(Stored data entries)
========

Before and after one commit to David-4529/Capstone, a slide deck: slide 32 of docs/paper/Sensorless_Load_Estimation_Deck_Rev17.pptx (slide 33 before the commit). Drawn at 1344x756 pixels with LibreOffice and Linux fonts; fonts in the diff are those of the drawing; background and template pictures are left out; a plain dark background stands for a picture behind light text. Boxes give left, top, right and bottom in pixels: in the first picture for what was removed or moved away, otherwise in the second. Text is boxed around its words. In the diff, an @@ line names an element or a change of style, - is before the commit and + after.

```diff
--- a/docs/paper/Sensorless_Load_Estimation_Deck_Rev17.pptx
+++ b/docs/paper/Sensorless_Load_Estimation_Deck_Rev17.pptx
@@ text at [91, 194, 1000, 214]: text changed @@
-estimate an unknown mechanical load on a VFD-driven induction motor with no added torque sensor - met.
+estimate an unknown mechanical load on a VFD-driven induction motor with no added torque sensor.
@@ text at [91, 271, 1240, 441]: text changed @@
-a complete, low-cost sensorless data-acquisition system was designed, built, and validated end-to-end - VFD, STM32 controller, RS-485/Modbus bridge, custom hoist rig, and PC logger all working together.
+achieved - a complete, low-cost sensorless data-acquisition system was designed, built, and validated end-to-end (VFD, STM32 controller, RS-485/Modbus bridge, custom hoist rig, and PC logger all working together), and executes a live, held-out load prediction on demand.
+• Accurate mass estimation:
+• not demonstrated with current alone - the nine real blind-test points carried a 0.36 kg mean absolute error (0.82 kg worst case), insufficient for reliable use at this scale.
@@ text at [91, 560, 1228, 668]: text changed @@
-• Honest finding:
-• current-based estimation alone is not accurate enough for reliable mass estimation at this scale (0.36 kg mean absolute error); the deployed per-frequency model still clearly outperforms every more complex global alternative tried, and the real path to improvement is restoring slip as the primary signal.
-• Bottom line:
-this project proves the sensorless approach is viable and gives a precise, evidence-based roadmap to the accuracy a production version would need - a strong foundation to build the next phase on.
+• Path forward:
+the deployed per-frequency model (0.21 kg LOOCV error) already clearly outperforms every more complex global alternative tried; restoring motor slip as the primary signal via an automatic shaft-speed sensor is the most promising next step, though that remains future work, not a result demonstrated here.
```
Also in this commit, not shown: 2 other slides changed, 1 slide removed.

========

#### WORK TO BE COMPLETED
When the word "logger" occurs in a line above, list that line.

#### EXERCISE ANSWER
-a complete, low-cost sensorless data-acquisition system was designed, built, and validated end-to-end - VFD, STM32 controller, RS-485/Modbus bridge, custom hoist rig, and PC logger all working together.
+achieved - a complete, low-cost sensorless data-acquisition system was designed, built, and validated end-to-end (VFD, STM32 controller, RS-485/Modbus bridge, custom hoist rig, and PC logger all working together), and executes a live, held-out load prediction on demand.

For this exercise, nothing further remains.